SAVE_DIR = Path("viz_out") / DATASET_NAME if WRITE_FILES else None


In [3]:
from time_to_explain.data.tgnn_prepare import prepare_tgnn_dataset
import json
import numpy as np
from time_to_explain.data.io import load_processed_dataset
from time_to_explain.data.synthetic_recipes.stick_figure import (
    write_stick_figure_explain_index,
    write_sticky_hips_explain_index,
)
from time_to_explain.visualization import visualize_dataset
import shutil

paths, summary = prepare_tgnn_dataset(
    DATASET_NAME,
    recipe=RECIPE,
    from_cache=FROM_CACHE,
    overwrite=OVERWRITE,
    ensure_real=ENSURE_REAL,
    force_download=FORCE_DOWNLOAD,
    index_size=INDEX_SIZE,
    verbose=True,
)

if DATASET_NAME in {"stick_figure", "sticky_hips"}:
    bundle = load_processed_dataset(paths.ml_csv)
    cfg = (bundle.get("metadata") or {}).get("config") or {}
    if not cfg:
        raise ValueError("Missing stick-figure config in metadata.")
    gt_raw_path = paths.processed_dir / f"{DATASET_NAME}_gt_raw.json"
    gt_path = paths.processed_dir / f"{DATASET_NAME}_gt.json"
    if DATASET_NAME == "stick_figure":
        write_stick_figure_explain_index(
            paths.ml_csv,
            paths.explain_idx,
            config=cfg,
            last_k_frames=1,
            test_split=0.85,
            overwrite=OVERWRITE,
            gt_raw_out=gt_raw_path,
            gt_out=gt_path,
        )
    else:
        write_sticky_hips_explain_index(
            paths.ml_csv,
            paths.explain_idx,
            config=cfg,
            last_k_frames=1,
            test_split=0.85,
            overwrite=OVERWRITE,
            gt_raw_out=gt_raw_path,
            gt_out=gt_path,
        )
    legacy_dir = paths.root_dir / "resources" / "explainer" / "explain_index"
    legacy_dir.mkdir(parents=True, exist_ok=True)
    shutil.copy2(paths.explain_idx, legacy_dir / f"{DATASET_NAME}.csv")
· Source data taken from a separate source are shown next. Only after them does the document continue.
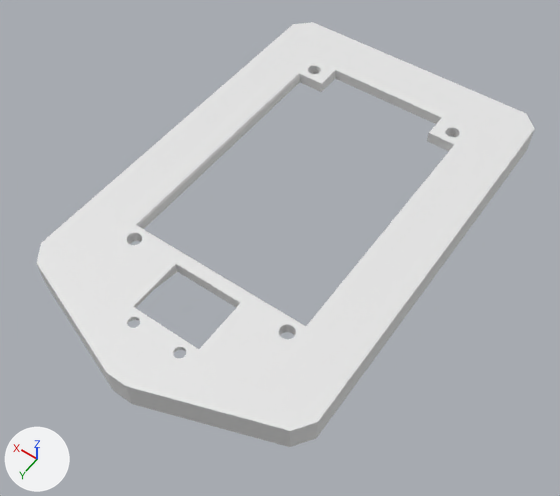
Before and after pictures for a commit that changed the Blender file hardware/blender/orient-beetle.blend.
The view is the same before and after, from a camera (50 mm lens) standing at (-64.1, 98.3, 130.2) and looking at (-3.4, 13.3, -3.4). Arrows for +X, +Y and +Z are at lower left; the lights stay in place. The older version comes first.

Objects in the first picture: 'holder'.
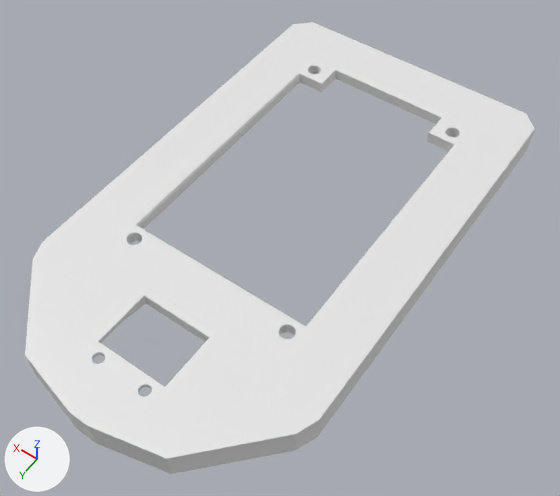
ob_sensor_pcb_scaled is not drawn itself; it is used by a modifier of ob_holder.
ob_sensor_pcb_scaled_001 is not drawn itself; it is used by a modifier of ob_holder.
ob_cylinder_004 is not drawn itself; it is used by a modifier of ob_holder.
ob_cylinder_005 is not drawn itself; it is used by a modifier of ob_holder.

Pixel boxes (x1, y1, x2, y2) of what changed, in the pictures (560 x 496 px):
'holder', reshaped (6% taller): before (36, 22, 535, 447); after (25, 22, 535, 474)
part 1 of me_cube_006, built on: before (36, 245, 336, 447); after (25, 245, 336, 474)

The change in detail:
me_cube_006 is used by ob_holder; location (0.0, 0.0, 0.0).
Verts and faces of me_cube_006; kept vertices keep their numbers, new ones are numbered from 10.
Before the commit, vertices of me_cube_006: 0 (-31.5, -46.5, 1.0), 1 (-31.5, 46.5, 1.0), 2 (31.5, 46.5, 1.0), 3 (31.5, -46.5, 1.0), 4 (-31.5, 46.5, -3.3).
Before the commit, vertices of me_cube_006: 6 (31.5, 46.5, -3.3), 8 (0.0, 57.6, 1.0), 9 (0.0, 57.6, -3.3).
me_cube_006 had 10 vertices, 6 faces and spanned x -31.5..31.5, y -46.5..57.6, z -3.3..1.0.
me_cube_006 now has 14 vertices, 8 faces and spans x -31.5..31.5, y -46.5..67.0, z -3.3..1.0.
Part 1, on me_cube_006:
Vertices deleted: 8, 9 (with the faces that use them).
New vertex 10 is at (0.0, 67.0, -3.3).
New vertex 11 is at (-15.8, 63.3, -3.3).
New vertex 12 is at (15.8, 63.3, -3.3).
New vertices 13, 14, 15 stand at vertices 10, 11, 12, in that order, plus (0.0, 0.0, 4.3).
New faces: (0, 3, 2, 15, 13, 14, 1), (1, 14, 11, 4), (10, 13, 15, 12), (10, 11, 14, 13), (2, 6, 12, 15).
Object 'sensor-pcb-scaled' (ob_sensor_pcb_scaled) moves from (0.00252, 42.39, 0.0) to (0.00252, 52.1, 0.0).
Object 'sensor-pcb-scaled.001' (ob_sensor_pcb_scaled_001) moves from (0.00252, 42.39, -7.671) to (0.00252, 52.1, -7.671).
Object 'Cylinder.004' (ob_cylinder_004) moves from (5.752, 48.89, 2.138) to (5.752, 58.59, 2.138).
Object 'Cylinder.005' (ob_cylinder_005) moves from (-5.752, 48.89, 2.138) to (-5.752, 58.59, 2.138).

if DATASET_NAME in {"triadic_closure", "tri_closure"}:
    tri_df = pd.read_csv(paths.ml_csv)
    ts = tri_df["ts"].to_numpy()
    t_train = np.quantile(ts, 0.70)
    t_val = np.quantile(ts, 0.85)

    gt_path = paths.processed_dir / f"{DATASET_NAME}_gt.json"
    if gt_path.exists():
        gt_data = json.loads(gt_path.read_text(encoding="utf-8"))
        explain_idx_all = np.array(sorted(int(k) for k in gt_data.keys()), dtype=int)
    else:
        bundle = load_processed_dataset(paths.ml_csv)
        gt = (bundle.get("metadata") or {}).get("ground_truth") or {}
        raw_targets = [int(t) for t in gt.get("targets", [])]
        if not raw_targets:
            raise ValueError("No ground_truth targets found in metadata.")
        explain_idx_all = np.array(
            sorted(int(tri_df.iloc[t]["idx"]) for t in raw_targets),
            dtype=int,
        )

    idx_to_ts = dict(zip(tri_df["idx"].astype(int).values, tri_df["ts"].values))
    explain_idx_test = [i for i in explain_idx_all if idx_to_ts.get(i, -np.inf) >= t_val]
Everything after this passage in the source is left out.